- Theatrical poster
- Directed by: Noel M. Smith
- Written by: Raymond L. Schrock W. H. Moran
- Produced by: Jack L. Warner Hal B. Wallis
- Starring: Ronald Reagan John Litel Ila Rhodes
- Cinematography: Ted D. McCord Arthur Edeson
- Edited by: Doug Gould
- Music by: Bernhard Kaun Max Steiner
- Distributed by: Warner Bros. Pictures
- Release date: March 4, 1939;
- Running time: 61 minutes
- Country: United States
- Language: English

= Secret Service of the Air =

1939 film

Secret Service of the Air (also known as Murder Plane) is a 1939 American adventure film directed by Noel M. Smith and starring Ronald Reagan. This film was the first in Warner Bros.' Secret Service series. The series consisted of four films, all starring Ronald Reagan as Lieutenant "Brass" Bancroft of the U.S. Secret Service and Eddie Foy, Jr. as his sidekick "Gabby." It was followed up by Code of the Secret Service, Smashing the Money Ring (both 1939), and Murder in the Air (1940), the last film in the series. Reagan was just starting out his film career and commented later that during that period, he was a B movie "Errol Flynn".

==Plot==
An undercover Secret Service agent stumbles upon a smuggling ring illegally transporting Mexicans into the United States by air. When he pulls a gun on the pilot on one such trip, the pilot sends the aircraft into a sudden climb, causing the agent to tumble back into the cabin; the pilot then pulls a lever which opens the cabin floor, sending the agent and six illegal aliens plummeting to their deaths.

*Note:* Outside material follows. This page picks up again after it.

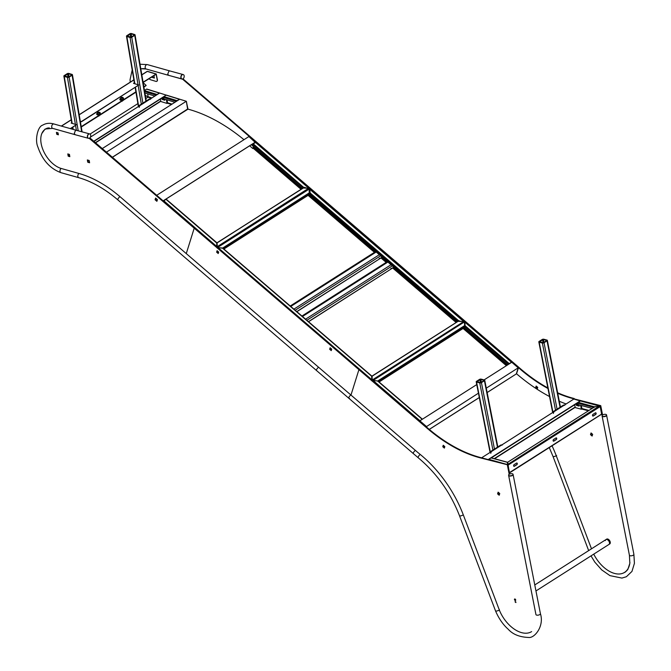 <?xml version="1.0" encoding="UTF-8"?>
<svg xmlns="http://www.w3.org/2000/svg" width="671" height="671" viewBox="0 0 671 671"><rect width="100%" height="100%" fill="white"/><g stroke="black" fill="none" stroke-linecap="round" stroke-linejoin="round"><path stroke-width="1.01" d="M216.683 243.011L165.997 199.337L163.422 201.09M216.716 242.902L216.758 247.44M302.21 188.484L252.271 145.582L253.185 143.779L255.701 142.52M309.18 188.702L303.997 187.284L303.082 187.922M303.837 187.721L217.01 242.768M309.113 188.593L308.66 188.241M253.185 143.779L303.837 187.536L303.107 187.863L252.615 144.491M166.416 95.114A0.646 0.419 -72.8 0 0 166.131 95.165L163.917 96.574L177.152 100.667L179.367 99.249A0.646 0.419 107.2 0 1 179.652 99.199L166.416 95.114A0.646 0.419 -72.8 0 1 166.626 95.316M144.475 90.577L157.115 94.477L159.329 93.068A0.646 0.419 107.2 0 1 159.614 93.017L146.857 89.075A0.646 0.419 -72.8 0 1 147.058 89.277M146.857 89.075A0.646 0.419 -72.8 0 0 146.563 89.126L144.458 90.468M102.277 148.568L179.719 99.224A0.646 0.419 107.2 0 0 179.652 99.199M90.392 137.152L159.639 93.026A0.646 0.419 107.2 0 0 159.614 93.017M174.921 102.277L163.816 98.855L163.573 97.421A0.646 0.419 -72.8 0 1 163.917 96.574M144.886 93.009L154.85 96.079M163.783 200.746L217.018 246.693M217.287 247.515L217.094 242.91L303.107 187.989L308.685 188.241L309.256 188.912L217.396 247.448M308.685 188.241L217.144 246.727L217.094 242.91M151.965 97.924L148.123 96.733L147.93 97.194L151.411 98.268M186.395 101.732L187.922 108.836A0.646 0.419 107.2 0 1 187.897 109.205M186.504 101.766L187.612 108.928M148.123 96.733L147.637 93.856M162.785 97.555L163.011 98.872L164.672 99.392M162.592 97.681L162.81 98.998L164.705 99.585M252.011 144.299L251.768 145.095L251.34 144.726M217.438 247.49L309.256 188.912M187.435 109.398L187.981 109.147A155.219 92.975 -122.5 0 1 243.967 139.685M148.123 96.842A9.134 5.469 57.5 0 1 145.246 95.139M143.854 86.903L146.102 85.569L143.888 87.121M119.765 99.258A0.998 0.721 -160.5 0 1 119.908 99.132L120.713 98.62M96.641 113.986A0.998 0.721 -160.5 0 1 96.783 113.869L97.362 113.5M81.275 127.02L135.953 92.187M81.258 126.886L135.928 92.053M143.871 86.995L146.102 85.569M119.774 99.157A0.998 0.721 -160.5 0 1 119.975 98.947L120.671 98.503L119.908 99.132M99.87 112.694A0.998 0.721 -160.5 0 1 100.247 113.449M112.426 157.282L187.721 108.962M217.085 247.339L217.144 246.727M166.249 95.114L159.639 93.026M93.755 141.245L166.24 95.064L93.755 141.254M167.045 99.845L167.591 103.049L167.012 103.418L160.83 101.506L160.411 99.065M164.722 99.677L162.718 99.065L162.491 97.74M166.374 99.644L167.012 103.418M164.621 99.098L164.814 100.256L162.139 99.425L161.912 98.109M162.843 97.521L163.632 97.765M162.718 99.065L162.139 99.425M72.116 75.227A1.216 0.562 -9.6 0 0 72.434 74.749A1.216 0.562 -9.6 0 0 72.065 74.431L68.87 73.449A1.216 0.562 -9.6 0 0 67.167 73.701L64.181 75.605A1.216 0.562 -9.6 0 0 63.862 76.075A1.216 0.562 -9.6 0 0 64.24 76.393L67.436 77.383A1.216 0.562 -9.6 0 0 69.13 77.131L72.116 75.227L81.677 131.751M68.484 73.693L64.424 75.982L68.719 76.997L71.872 74.85L68.484 73.693L69.012 76.821M150.631 99.224A2.281 1.493 107.2 0 0 149.625 99.409L149.004 99.224L139.753 105.112L140.373 105.305A2.281 1.493 107.2 0 0 139.165 107.419M149.625 99.409L140.373 105.305M138.805 106.303A2.281 1.493 -72.8 0 1 139.753 105.112M149.004 99.224A2.281 1.493 -72.8 0 1 150.019 99.04A2.281 1.493 -72.8 0 1 150.136 99.082M134.737 35.328A1.216 0.562 -9.6 0 0 135.056 34.858A1.216 0.562 -9.6 0 0 134.678 34.54L131.482 33.55A1.216 0.562 -9.6 0 0 129.788 33.802L126.802 35.706A1.216 0.562 -9.6 0 0 126.475 36.175A1.216 0.562 -9.6 0 0 126.853 36.494L130.048 37.484A1.216 0.562 -9.6 0 0 131.751 37.232L134.737 35.328L145.875 101.212M131.097 33.793L127.045 36.083L131.331 37.106L134.494 34.951L131.097 33.793L131.625 36.922M149.155 78.624A2.281 1.367 -122.5 0 0 149.7 79.245A2.281 1.367 -122.5 0 0 150.572 79.765L155.924 81.384A2.281 1.367 -122.5 0 0 156.804 81.308A2.281 1.367 -122.5 0 0 157.224 79.883L157.408 79.765A2.281 1.367 57.5 0 1 156.989 81.191A2.281 1.367 57.5 0 1 156.897 81.241M99.962 112.77A0.998 0.721 -160.5 0 1 100.256 113.441M99.316 112.275A0.998 0.721 -160.5 0 1 100.231 113.474M71.755 122.718L71.16 123.095L76.452 124.689L70.312 128.606M80.285 121.141L81.501 121.736L138.796 84.965L81.459 121.501M138.796 84.965L133.512 83.363L134.368 82.818M142.94 81.51L143.854 82.013L156.142 74.246L157.224 79.883M157.408 79.765L156.226 73.986L143.812 81.77M76.452 124.689L70.598 128.681M142.982 81.745L143.854 82.013M133.797 83.447L134.41 83.061M80.327 121.384L81.501 121.736M141.807 74.808L147.058 71.445L147.779 71.562M122.063 99.618L121.434 100.021A0.998 0.721 -160.5 0 1 120.042 98.771L120.654 98.377M98.712 114.498L98.318 114.758A0.998 0.721 -160.5 0 1 96.918 113.5L97.295 113.256M146.035 85.511L143.829 86.777M135.894 91.835L81.216 126.676M146.093 85.334L143.141 82.692M135.911 91.961L81.241 126.802M151.638 77.048L154.33 77.87M151.453 77.165L154.364 78.046L154.028 76.091L153.424 75.907M98.494 112.971L99.518 112.854L98.637 112.392L98.494 112.971M98.545 112.996L99.518 112.854L98.427 112.812L98.637 112.392L98.545 112.996M99.4 113.047L98.562 112.636M99.35 113.29A0.696 0.503 19.5 0 0 98.57 112.309A0.696 0.503 19.5 0 0 99.35 113.29M97.949 112.267A1.501 1.082 19.5 0 0 97.731 112.376A1.501 1.082 19.5 0 0 97.362 112.82A1.501 1.082 19.5 0 0 97.58 113.76A1.501 1.082 19.5 0 0 99.602 114.364A1.501 1.082 19.5 0 0 100.189 113.81A1.501 1.082 19.5 0 0 100.18 113.24A1.501 1.082 19.5 0 0 99.979 112.871M97.354 112.854A1.501 1.082 19.5 0 0 97.337 112.887A1.501 1.082 19.5 0 0 97.555 113.835A1.501 1.082 19.5 0 0 99.006 114.531A1.501 1.082 19.5 0 0 100.164 113.885A1.501 1.082 19.5 0 0 100.172 113.852M99.358 113.105L99.115 112.686M99.199 112.451L98.637 112.392M122.575 97.589L121.828 98.067L122.801 98.201L122.575 97.589M122.785 97.773L121.82 97.639L122.323 98.352L122.785 97.773L121.803 97.849M122.709 98.008L121.803 97.907M121.434 99.308A1.501 1.082 19.5 0 0 123.405 99.165A1.501 1.082 19.5 0 0 123.539 98.939A1.501 1.082 19.5 0 0 123.531 98.36A1.501 1.082 19.5 0 0 122.827 97.563A1.501 1.082 19.5 0 0 121.082 97.496A1.501 1.082 19.5 0 0 120.847 97.706A1.501 1.082 19.5 0 0 120.713 97.941A1.501 1.082 19.5 0 0 121.434 99.308M121.711 97.58A0.696 0.503 19.5 0 0 122.91 98.26A0.696 0.503 19.5 0 0 121.711 97.58M120.705 97.974A1.501 1.082 19.5 0 0 120.688 98.008A1.501 1.082 19.5 0 0 121.409 99.383A1.501 1.082 19.5 0 0 123.514 99.006A1.501 1.082 19.5 0 0 123.523 98.972M100.239 114.942A1.996 1.451 -160.5 0 1 99.685 115.32A1.996 1.451 -160.5 0 1 99.602 115.345M97.102 114.682A1.996 1.451 -160.5 0 1 96.666 113.961M97.622 114.875A1.996 1.451 -160.5 0 1 96.758 113.885M120.897 100.155A1.996 1.451 -160.5 0 1 120.017 99.065M121.199 100.122A1.996 1.451 -160.5 0 1 120.109 99.006M123.59 100.063A1.996 1.451 -160.5 0 1 122.952 100.465L122.952 100.491M99.098 115.664L99.618 115.169M98.218 116.008L98.939 116.024M120.143 99.66L120.344 100.306M122.122 100.994L122.944 100.524M121.3 101.069L122.005 101.204M179.719 99.224L186.312 101.262L187.662 109.247L112.359 157.232M186.312 101.262L106.446 152.149M163.095 200.814L156.871 195.462M156.98 195.118L248.882 136.557L255.081 142.269M163.439 200.663L255.341 142.109L163.439 200.663M253.831 146.924L252.858 148.568L249.646 145.808M253.47 146.614L252.858 148.568M422.327 419.266L419.4 420.96M377.857 381.354L378.436 381.614L377.857 381.354M419.794 420.574L373.135 380.499L377.991 381.019L373.135 380.398L372.33 380.977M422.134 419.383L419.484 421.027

The agent's boss, Tom Saxby (John Litel), needs a pilot to infiltrate the smuggling ring. He turns to commercial airline and former military pilot "Brass" Bancroft (Ronald Reagan), who has applied to join the Secret Service.

Arrested on a trumped-up charge of counterfeiting, Brass is locked in a cell with gang member "Ace" Hamrick (Bernard Nedell). Brass learns that the smugglers use the Los Angeles Air Taxi Company, where he lands a job (after Saxby has the regular pilot arrested). With his friend and radio operator, "Gabby" Watters (Eddie Foy Jr.), Brass convinces the ringleader, Jim Cameron (James Stephenson), to let him take over the smuggling flights. He tricks Cameron into entering the United States to be captured by the Border Patrol. After an air battle, Brass turns the smugglers over to the authorities, and is greeted by his fiancée, Pamela Schuyler (Ila Rhodes).

==Cast==
- Ronald Reagan as Lt. "Brass" Bancroft
- John Litel as Tom Saxby
- Ila Rhodes as Pamela Schuyler
- James Stephenson as Jim Cameron
- Eddie Foy Jr. as "Gabby" Watters
- Rosella Towne as Zelma Warren
- Larry Williams as Dick Wayne
- John Ridgely as Joe LeRoy
- Anthony Averill as Hafer
- Bernard Nedell as Earl "Ace" Hemrich
- Frank M. Thomas as Doc
- Joe Cunningham as Agent Dawson
- Morgan Conway as Edward V. Powell
- John Harron as Agent Cliff Durell
- Herbert Rawlinson as Admiral A.C. Schuyler

==Production==
Scenes for Secret Service of the Air were filmed at the Glendale Airport. The Glendale Airport was at the time the major airfield serving Los Angeles, but after World War II with larger aircraft and jet airliners it could not accommodate, it closed in the mid-1950s.

==Reception==
With Secret Service of the Air becoming a minor "B" hit, it spawned a series with three more films rushed into completion over the next 15 months. Frank S. Nugent of The New York Times dismissed the film as "... considerable melodramatic ado about nothing, since the new film is an uninspired reworking of the old story about smuggling aliens ..."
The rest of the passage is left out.